A never-before-seen Home windows malware named ‘Warmcookie’ is distributed by way of pretend job supply phishing campaigns to breach company networks.
In response to Elastic Safety Labs, which found the brand new menace, Warmcookie is able to intensive machine fingerprinting, screenshot capturing, and the deployment of further payloads.
The marketing campaign is at the moment underway, and the menace actors create new domains weekly to assist their malicious operations, utilizing compromised infrastructure to ship phishing emails.

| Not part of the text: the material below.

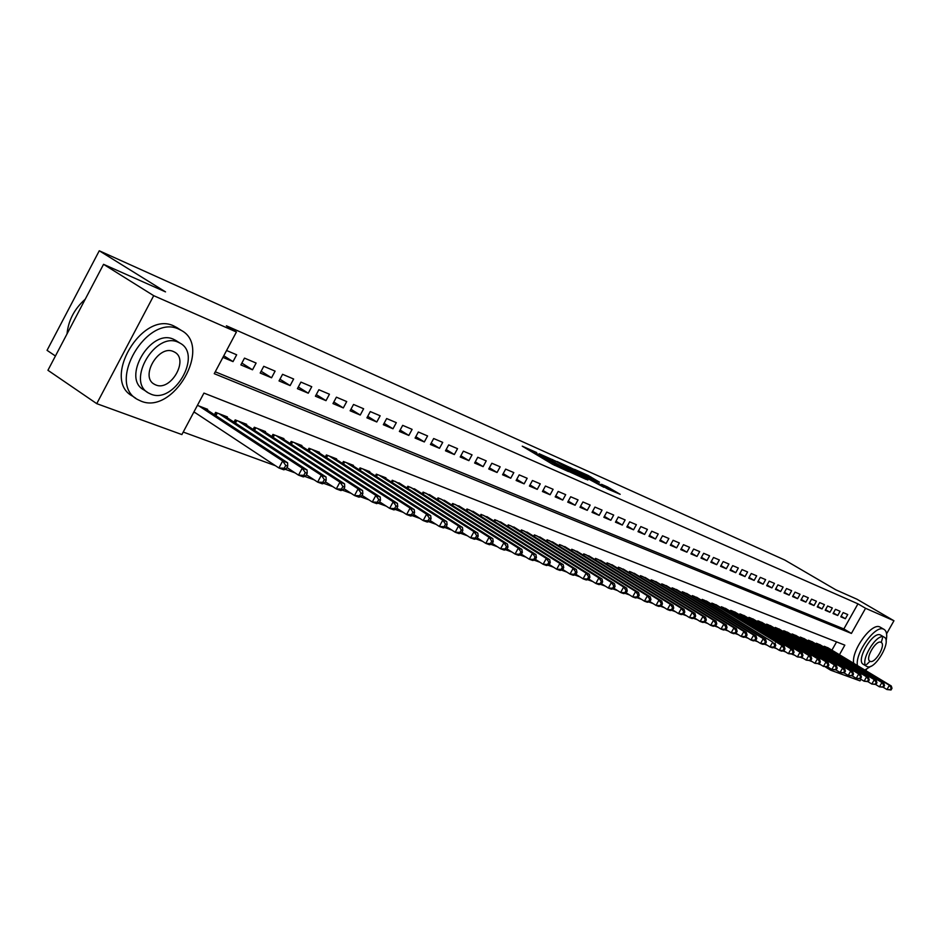 <?xml version="1.0" encoding="UTF-8"?>
<svg xmlns="http://www.w3.org/2000/svg" width="941" height="941" viewBox="0 0 941 941"><rect width="100%" height="100%" fill="white"/><g stroke="black" fill="none" stroke-linecap="round" stroke-linejoin="round"><path stroke-width="1.41" d="M536.711 452.574L522.243 446.163L552.532 464.254L568.411 471.547L536.829 453.597L534.206 451.704L536.711 452.574M599.499 482.192L588.066 475.405L574.528 469.359L607.733 489.026L620.178 494.307L607.415 486.885L601.534 484.297L609.662 489.473L601.417 485.203L579.727 472.064L599.499 482.192M839.443 654.724L844.83 645.15L203.938 393.091L181.884 434.577L96.747 403.654L47.932 370.284L103.545 264.327L165.522 291.875L99.264 250.776L784.794 560.048L835.831 589.819L857.004 599.241L893.95 620.754L886.587 633.799M103.545 264.327L153.701 295.674L236.414 331.997L214.254 373.683L851.417 633.434L865.567 608.286L893.95 620.754M215.254 371.801L843.854 628.941L857.957 603.84L226.393 325.798L236.414 331.997M857.957 603.84L865.567 608.286M555.472 461.043L539.158 453.738L569.234 471.676L586.196 479.428L555.472 461.043L554.967 461.972M557.037 461.502L573.375 469.065L603.863 487.285L580.126 474.429L575.939 472.594L587.854 480.016L556.966 461.619M222.923 357.368L233.027 361.615L236.661 354.792L226.569 350.499M256.117 363.05L244.495 358.121L240.884 364.92L252.517 369.801L256.117 363.05M275.101 371.13L263.762 366.308L260.186 373.024L271.549 377.788L275.101 371.13M293.639 379.011L282.571 374.306L279.03 380.929L290.122 385.587L293.639 379.011M311.753 386.704L300.932 382.105L297.427 388.657L308.272 393.209L311.753 386.704M329.444 394.22L318.87 389.739L315.411 396.208L325.998 400.654L329.444 394.22M346.723 401.572L336.408 397.184L332.973 403.583L343.312 407.924L346.723 401.572M363.626 408.759L353.534 404.465L350.134 410.782L360.25 415.04L363.626 408.759M380.152 415.781L370.284 411.582L366.919 417.828L376.8 421.98L380.152 415.781M396.314 422.65L386.657 418.545L383.328 424.72L392.997 428.778L396.314 422.65M412.111 429.367L402.677 425.356L399.372 431.46L408.829 435.436L412.111 429.367M427.579 435.942L418.345 432.013L415.075 438.059L424.332 441.941L427.579 435.942M442.717 442.376L433.672 438.53L430.437 444.505L439.506 448.304L442.717 442.376M457.538 448.669L448.681 444.905L445.481 450.821L454.35 454.55L457.538 448.669M472.041 454.844L463.372 451.151L460.196 456.997L468.889 460.643L472.041 454.844M486.25 460.878L477.757 457.267L474.617 463.054L483.121 466.63L486.25 460.878M500.165 466.795L491.849 463.254L488.732 468.983L497.071 472.488L500.165 466.795M513.81 472.594L505.658 469.124L502.565 474.793L510.74 478.216L513.81 472.594M527.172 478.275L519.185 474.876L516.127 480.486L524.125 483.839L527.172 478.275M540.263 483.839L532.441 480.51L529.407 486.062L537.252 489.355L540.263 483.839M553.108 489.296L545.427 486.038L542.428 491.531L550.12 494.754L553.108 489.296M565.694 494.648L558.166 491.449L555.19 496.883L562.73 500.059L565.694 494.648M578.045 499.894L570.669 496.766L567.717 502.141L575.104 505.246L578.045 499.894M590.16 505.046L582.914 501.965L579.985 507.305L587.243 510.34L590.16 505.046M602.04 510.093L594.935 507.081L592.042 512.363L599.158 515.35L602.04 510.093M613.697 515.056L606.733 512.092L603.851 517.315L610.838 520.255L613.697 515.056M625.142 519.914L618.308 517.009L615.449 522.184L622.307 525.066L625.142 519.914M636.387 524.69L629.67 521.843L626.835 526.972L633.564 529.795L636.387 524.69M647.408 529.383L640.821 526.584L638.01 531.665L644.62 534.441L647.408 529.383M658.241 533.982L651.772 531.23L648.984 536.264L655.477 538.993L658.241 533.982M668.875 538.511L662.523 535.805L659.759 540.793L666.134 543.475L668.875 538.511M679.331 542.945L673.086 540.299L670.345 545.239L676.603 547.862L679.331 542.945M689.588 547.309L683.46 544.698L680.743 549.603L686.895 552.191L689.588 547.309M699.681 551.602L693.646 549.038L690.953 553.896L696.999 556.425L699.681 551.602M709.596 555.813L703.668 553.296L700.998 558.107L706.938 560.601L709.596 555.813M719.336 559.954L713.513 557.484L710.855 562.248L716.701 564.694L719.336 559.954M728.91 564.024L723.182 561.589L720.559 566.317L726.299 568.729L728.91 564.024M738.332 568.023L732.698 565.635L730.087 570.317L735.733 572.693L738.332 568.023M747.589 571.963L742.049 569.611L739.461 574.257L745.013 576.586L747.589 571.963M756.693 575.833L751.247 573.516L748.683 578.127L754.129 580.421L756.693 575.833M765.645 579.644L760.293 577.362L757.74 581.938L763.104 584.185L765.645 579.644M774.455 583.385L769.185 581.15L766.656 585.678L771.938 587.89L774.455 583.385M783.124 587.066L777.936 584.867L775.431 589.36L780.63 591.536L783.124 587.066M791.652 590.689L786.547 588.525L784.065 592.983L789.17 595.135L791.652 590.689M800.05 594.265L795.027 592.124L792.557 596.547L797.58 598.664L800.05 594.265M808.307 597.77L803.367 595.677L800.909 600.064L805.861 602.134L808.307 597.77M816.435 601.228L811.577 599.158L809.142 603.51L814.012 605.557L816.435 601.228M824.445 604.628L819.658 602.593L817.235 606.91L822.034 608.933L824.445 604.628M832.326 607.98L827.61 605.98L825.21 610.262L829.938 612.25L832.326 607.98M840.09 611.285L835.443 609.309L833.056 613.556L837.713 615.508L840.09 611.285M840.795 616.802L845.371 618.731L847.735 614.532L843.16 612.591L840.795 616.802M183.224 432.06L275.442 465.713M285.241 469.288L295.062 472.876M304.731 476.405L314.212 479.863M323.751 483.345L332.891 486.685M342.301 490.12L351.111 493.331M360.403 496.73L368.907 499.836M378.082 503.176L386.28 506.176M395.338 509.481L403.254 512.363M412.193 515.633L419.839 518.42M428.661 521.643L436.048 524.337M444.764 527.513L451.892 530.112M460.502 533.265L467.383 535.77M475.887 538.875L482.533 541.298M490.931 544.369L497.354 546.709M505.658 549.744L511.857 552.002M520.067 555.002L526.054 557.19M534.17 560.154L539.946 562.259M547.968 565.188L553.555 567.223M561.495 570.117L566.882 572.093M574.728 574.951L579.938 576.857M587.702 579.691L592.736 581.526M600.405 584.326L605.275 586.102M612.862 588.866L617.555 590.583M625.071 593.324L629.611 594.983M637.033 597.7L641.421 599.299M648.772 601.981L653.007 603.522M660.288 606.18L664.381 607.674M671.58 610.297L675.532 611.744M682.66 614.344L686.471 615.743M693.529 618.319L697.21 619.66M704.197 622.213L707.761 623.507M714.678 626.036L718.112 627.294M724.958 629.788L728.275 630.999M735.062 633.481L738.262 634.646M744.99 637.092L748.071 638.221M754.729 640.656L757.717 641.738M764.304 644.15L767.186 645.197M773.714 647.584L776.49 648.596M782.959 650.96L785.641 651.937M792.051 654.277L794.627 655.218M800.979 657.536L803.473 658.441M809.766 660.747L812.165 661.617M818.411 663.899L820.717 664.734M831.903 650.172L836.561 641.903M193.764 412.229L195.469 412.876M207.267 410.029L207.643 409.323L197.398 405.383M214.372 414.699L215.607 412.381L227.404 416.922L227.04 417.604M233.98 422.144L235.179 419.898L246.695 424.332L246.342 424.991M253.129 429.414L254.282 427.249L265.527 431.566L265.186 432.213M271.82 436.518L272.937 434.413L283.935 438.635L283.594 439.259M290.075 443.47L291.169 441.423L301.908 445.54L301.579 446.152M307.919 450.245L308.977 448.269L319.47 452.292L319.152 452.88M325.351 456.879L326.386 454.95L336.643 458.89L336.337 459.467M342.395 463.372L343.406 461.49L353.428 465.348L353.134 465.901M359.062 469.712L360.038 467.889L369.848 471.653L369.554 472.194M375.365 475.911L376.318 474.146L385.916 477.828L385.634 478.357M391.315 481.98L392.244 480.263L401.36 484.38M406.924 487.932L407.829 486.25L416.745 490.285M422.191 493.743L423.085 492.108L431.813 496.06M437.153 499.436L438.012 497.848L446.563 501.706M451.798 505.023L452.633 503.47L461.019 507.246M466.983 508.987L466.16 510.493L466.959 508.975L475.17 512.669M480.192 515.844L480.992 514.362L489.038 517.985M493.954 521.091L494.743 519.655L502.623 523.196M507.458 526.231L508.222 524.831L515.95 528.301M520.679 531.277L521.432 529.912L529.007 533.312M533.653 536.217L534.382 534.888L541.816 538.217M546.368 541.063L547.086 539.769L554.367 543.039M558.836 545.827L559.542 544.557L566.694 547.756M571.081 550.497L571.763 549.25L578.786 552.402M583.091 555.072L583.749 553.861L590.642 556.943M594.865 559.566L595.524 558.378L602.287 561.412M606.439 563.977L607.074 562.824L613.708 565.788M617.79 568.317L618.413 567.176L624.93 570.093M628.941 572.563L629.553 571.458L635.951 574.316M639.88 576.751L640.48 575.657L646.773 578.468M650.631 580.856L651.231 579.785L657.406 582.55M661.194 584.879L661.782 583.843L667.839 586.549M671.58 588.843L672.145 587.831L678.108 590.489M681.778 592.736L682.331 591.736L688.189 594.359M691.8 596.57L692.341 595.582L698.104 598.158M701.645 600.334L702.186 599.37L707.844 601.899M711.337 604.028L711.855 603.087L717.43 605.569M720.853 607.663L721.371 606.745L726.852 609.18M730.228 611.238L730.722 610.344L736.109 612.732M739.438 614.755L739.932 613.873L745.225 616.237M748.495 618.225L748.977 617.355L754.188 619.672M757.411 621.625L757.881 620.778L763.01 623.06M766.174 624.977L766.644 624.142L771.691 626.388M774.808 628.27L775.266 627.459L780.23 629.658M783.3 631.517L783.747 630.717L788.64 632.893M791.652 634.716L792.099 633.928L796.909 636.057M799.885 637.857L800.321 637.081L805.061 639.186M807.99 640.962L808.413 640.198L813.083 642.268M815.965 644.009L816.388 643.256L820.987 645.303M823.822 647.008L824.234 646.267L828.762 648.278M99.264 250.776L47.05 350.346L55.425 356.004M96.747 403.654L153.701 295.674M866.567 669.298L865.814 670.627M860.933 679.296L860.039 680.872L830.715 670.227L831.326 669.145M825.68 667.157L830.715 670.227M843.854 628.941L851.417 633.434M233.027 361.615L223.77 355.769M252.517 369.801L241.849 363.085M271.549 377.788L261.127 371.248M290.122 385.587L279.947 379.211M308.272 393.209L298.321 386.986M325.998 400.654L316.27 394.585M343.312 407.924L333.808 402.007M360.25 415.04L350.958 409.264M376.8 421.98L367.719 416.345M392.997 428.778L384.104 423.285M408.829 435.436L400.137 430.061M424.332 441.941L415.816 436.683M439.506 448.304L431.154 443.176M454.35 454.55L446.175 449.527M468.889 460.643L460.89 455.738M483.121 466.63L475.287 461.831M497.071 472.488L489.391 467.783M510.74 478.216L503.2 473.617M524.125 483.839L516.75 479.345M537.252 489.355L530.018 484.944M550.12 494.754L543.016 490.437M562.73 500.059L555.778 495.825M575.104 505.246L568.282 501.106M587.243 510.34L580.55 506.293M599.158 515.35L592.583 511.363M610.838 520.255L604.393 516.35M622.307 525.066L615.979 521.243M633.564 529.795L627.353 526.043M644.62 534.441L638.516 530.759M655.477 538.993L649.478 535.382M666.134 543.475L660.241 539.922M676.603 547.862L670.815 544.392M686.895 552.191L681.202 548.768M696.999 556.425L691.412 553.085M706.938 560.601L701.433 557.307M716.701 564.694L711.29 561.471M726.299 568.729L720.982 565.553M735.733 572.693L730.51 569.576M745.013 576.586L739.873 573.528M754.129 580.421L749.083 577.409M763.104 584.185L758.14 581.232M771.938 587.89L767.044 584.984M780.63 591.536L775.807 588.678M789.17 595.135L784.429 592.312M797.58 598.664L792.922 595.9M805.861 602.134L801.273 599.417M814.012 605.557L809.495 602.887M822.034 608.933L817.588 606.298M829.938 612.25L825.551 609.65M837.713 615.508L833.397 612.956M845.371 618.731L841.125 616.214M542.322 455.256L573.834 473.535L542.322 455.256M570.434 468.5L562.059 464.172L573.963 471.335L578.139 473.182L570.434 468.5M286.205 468.936L287.711 466.124L285.735 465.395L284.229 468.218L286.205 468.936L283.853 469.806L278.901 467.995L282.676 460.949L287.617 462.784L204.138 407.971M193.952 411.876L278.901 467.995L284.229 468.218M199.104 406.041L282.676 460.949L285.735 465.395M287.617 462.784L287.711 466.124M85.255 299.179C74.433 308.836 68.364 320.41 67.023 333.902M178.99 329.232C147.267 313.2 105.945 383.505 137.633 399.525L140.95 401.101C173.238 415.146 212.478 346.782 181.437 330.479L178.99 329.232M177.331 327.88L173.909 326.021C142.15 309.965 100.922 380.117 132.646 396.173L135.739 398.255M147.314 392.185L143.961 389.962C121.213 378.4 150.748 327.986 173.65 339.325L176.296 340.76M178.331 342.301C155.453 330.985 125.871 381.505 148.584 393.032L150.889 394.138C174.05 404.418 202.574 354.922 180.178 343.23L178.331 342.301M155.759 384.94C170.65 391.679 189.153 359.674 174.685 352.157L173.438 351.534C158.664 344.359 139.727 376.8 154.324 384.246L155.759 384.94M886.069 640.986C887.351 635.034 886.716 631.188 884.152 629.458L883.681 629.211C875.506 624.424 854.816 653.019 857.439 665.569M884.152 629.458L879.929 627.012C871.719 622.201 851.04 650.76 853.699 663.323M866.755 666.404L863.32 664.334C855.393 660.688 872.801 630.811 880.435 634.975L883.905 637.01C876.283 632.87 858.851 662.77 866.755 666.404L867.202 666.616C874.954 670.427 892.08 640.903 884.258 637.198M870.166 661.358C875.142 663.852 886.222 644.785 881.164 642.397L880.929 642.28C876 639.645 864.803 658.876 869.896 661.229L870.166 661.358M866.649 664.475L870.025 661.276M881.282 642.48L882.505 638.022M864.861 670.051L870.966 666.193M305.707 476.064L307.201 473.288L305.272 472.582L303.778 475.358L305.707 476.064L303.331 476.899L298.509 475.146L302.249 468.195L307.06 469.971L223.982 415.604M286.958 467.536L298.509 475.146L303.778 475.358M219.065 413.711L302.249 468.195L305.272 472.582M307.06 469.971L307.201 473.288M324.716 483.015L326.198 480.275L324.316 479.581L322.834 482.333L324.716 483.015L322.34 483.827L317.635 482.11L321.328 475.24L326.033 476.981L243.354 423.05M306.413 474.746L317.635 482.11L322.834 482.333M238.555 421.203L321.328 475.24L324.316 479.581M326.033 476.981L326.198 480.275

Pretend job affords push malware
The phishing marketing campaign makes use of pretend job and recruitment affords despatched by way of emails with attention-grabbing topics. They aim people with touches of personalization, utilizing their names and people of their present employers.
Supply: Elastic
The emails comprise a hyperlink that claims to be for an inner recruitment platform the place the job description could be considered however redirects the person to touchdown pages mimicking respectable platforms.
Supply: Elastic
So as to add legitimacy, these pretend pages immediate the sufferer to resolve a CAPTCHA earlier than they obtain a closely obfuscated JavaScript file named much like ‘Update_23_04_2024_5689382’.
When executed, the JS script executes a PowerShell script that makes use of the Background Clever Switch Service (BITS) to obtain the Warmcookie DLL file from a specified URL and execute it by way of rundll32.exe.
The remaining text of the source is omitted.